After reading your comments I took the Browning out and pecked at the top half of that spinner target, one handed at 25 yards and was surprised at how often I hit it. With an overtravel stop and the right grips...
 

mk70ss

New member
My first bullseye pistol was a 5.5 Buckmark Target with an Aimpoint red dot. They are fine firearms. Good luck with your new, old version.
 

bn12gg

New member
I"ve owned a Buckmark Hunter for many years. It is a great entry level 22 handgun; also own 2 Smith and Wesson 41's and a 46. Dream on that the BuckMark out shoots the 41's.

.02 David :)
 

Frisco

New member
You can't go wrong with a BuckMark. When my daughter turned 5 in 2009, I took her to the gun shop and let her pick out her own .22LR pistol. She picked a BuckMark Standard. I'd probably own one or two myself, but I have a couple of Ruger MkII and MkIIIs already.

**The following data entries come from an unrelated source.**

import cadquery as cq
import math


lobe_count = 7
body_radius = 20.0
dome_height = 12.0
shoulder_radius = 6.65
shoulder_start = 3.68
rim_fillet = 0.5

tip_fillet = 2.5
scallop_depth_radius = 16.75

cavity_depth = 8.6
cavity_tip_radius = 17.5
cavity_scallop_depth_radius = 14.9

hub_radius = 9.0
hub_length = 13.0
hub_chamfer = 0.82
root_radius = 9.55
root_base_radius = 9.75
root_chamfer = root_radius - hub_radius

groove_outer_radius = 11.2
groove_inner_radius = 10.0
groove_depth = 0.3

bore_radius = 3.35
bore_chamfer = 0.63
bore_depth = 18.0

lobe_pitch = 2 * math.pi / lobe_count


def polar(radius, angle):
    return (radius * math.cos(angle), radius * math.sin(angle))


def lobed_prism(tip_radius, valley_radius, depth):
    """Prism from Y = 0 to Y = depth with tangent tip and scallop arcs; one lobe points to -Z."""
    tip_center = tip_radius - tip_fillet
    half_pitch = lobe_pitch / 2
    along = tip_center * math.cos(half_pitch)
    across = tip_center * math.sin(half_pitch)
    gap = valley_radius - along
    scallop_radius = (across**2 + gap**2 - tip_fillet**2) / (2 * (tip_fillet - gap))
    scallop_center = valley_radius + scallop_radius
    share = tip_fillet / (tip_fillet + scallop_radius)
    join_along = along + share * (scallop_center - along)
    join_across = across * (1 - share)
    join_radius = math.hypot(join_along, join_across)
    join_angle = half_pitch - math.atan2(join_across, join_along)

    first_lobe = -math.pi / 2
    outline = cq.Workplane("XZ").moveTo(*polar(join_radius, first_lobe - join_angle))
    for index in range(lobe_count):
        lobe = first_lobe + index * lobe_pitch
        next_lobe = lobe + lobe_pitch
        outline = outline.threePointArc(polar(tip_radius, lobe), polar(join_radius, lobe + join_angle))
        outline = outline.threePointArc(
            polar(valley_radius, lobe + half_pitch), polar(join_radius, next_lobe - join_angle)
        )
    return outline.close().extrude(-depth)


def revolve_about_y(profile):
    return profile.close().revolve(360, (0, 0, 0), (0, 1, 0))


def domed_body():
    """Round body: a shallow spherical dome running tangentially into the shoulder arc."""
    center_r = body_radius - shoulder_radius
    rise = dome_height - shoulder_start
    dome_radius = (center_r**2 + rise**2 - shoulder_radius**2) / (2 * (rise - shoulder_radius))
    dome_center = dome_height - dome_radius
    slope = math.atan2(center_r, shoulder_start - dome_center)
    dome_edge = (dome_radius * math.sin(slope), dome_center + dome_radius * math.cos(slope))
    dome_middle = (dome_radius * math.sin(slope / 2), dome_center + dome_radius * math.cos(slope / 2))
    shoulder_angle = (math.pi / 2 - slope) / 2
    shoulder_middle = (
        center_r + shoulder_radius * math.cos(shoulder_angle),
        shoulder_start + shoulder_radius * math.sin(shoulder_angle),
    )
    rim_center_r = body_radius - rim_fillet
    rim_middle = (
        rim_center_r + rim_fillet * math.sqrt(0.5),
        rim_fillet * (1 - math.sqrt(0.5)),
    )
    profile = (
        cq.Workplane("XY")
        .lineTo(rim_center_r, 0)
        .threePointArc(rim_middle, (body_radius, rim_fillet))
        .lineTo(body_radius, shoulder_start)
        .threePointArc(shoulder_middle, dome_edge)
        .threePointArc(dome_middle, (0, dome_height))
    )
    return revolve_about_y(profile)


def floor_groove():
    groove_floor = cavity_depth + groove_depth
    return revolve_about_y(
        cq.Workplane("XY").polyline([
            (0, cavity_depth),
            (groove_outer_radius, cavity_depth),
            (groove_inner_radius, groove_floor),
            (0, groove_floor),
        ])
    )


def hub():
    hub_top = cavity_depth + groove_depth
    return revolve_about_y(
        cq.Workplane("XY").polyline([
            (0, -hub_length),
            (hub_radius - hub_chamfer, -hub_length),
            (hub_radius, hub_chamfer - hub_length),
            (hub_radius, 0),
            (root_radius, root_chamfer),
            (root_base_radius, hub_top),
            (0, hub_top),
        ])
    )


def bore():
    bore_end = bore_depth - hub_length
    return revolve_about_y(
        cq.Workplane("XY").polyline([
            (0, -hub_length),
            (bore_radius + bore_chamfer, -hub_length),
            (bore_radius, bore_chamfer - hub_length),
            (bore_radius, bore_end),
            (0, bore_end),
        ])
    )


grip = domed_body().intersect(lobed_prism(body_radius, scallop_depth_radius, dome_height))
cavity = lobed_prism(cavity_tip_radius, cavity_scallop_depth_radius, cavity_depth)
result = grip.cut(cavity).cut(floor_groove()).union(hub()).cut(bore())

Great pistol. She has moved on to a Glock 19 and a Glock 17 for IDPA and USPSA and a Smith Model 19 "just because"....but any time she goes out the back door to shoot her arch enemy steel plate...she takes her BuckMark along.
 

tex45acp

New member
My first semi auto .22 was this Browning BuckMark Target. It is still my favorite and has taken down many rimfire silhouette's, squirrels and cottontails here in Texas.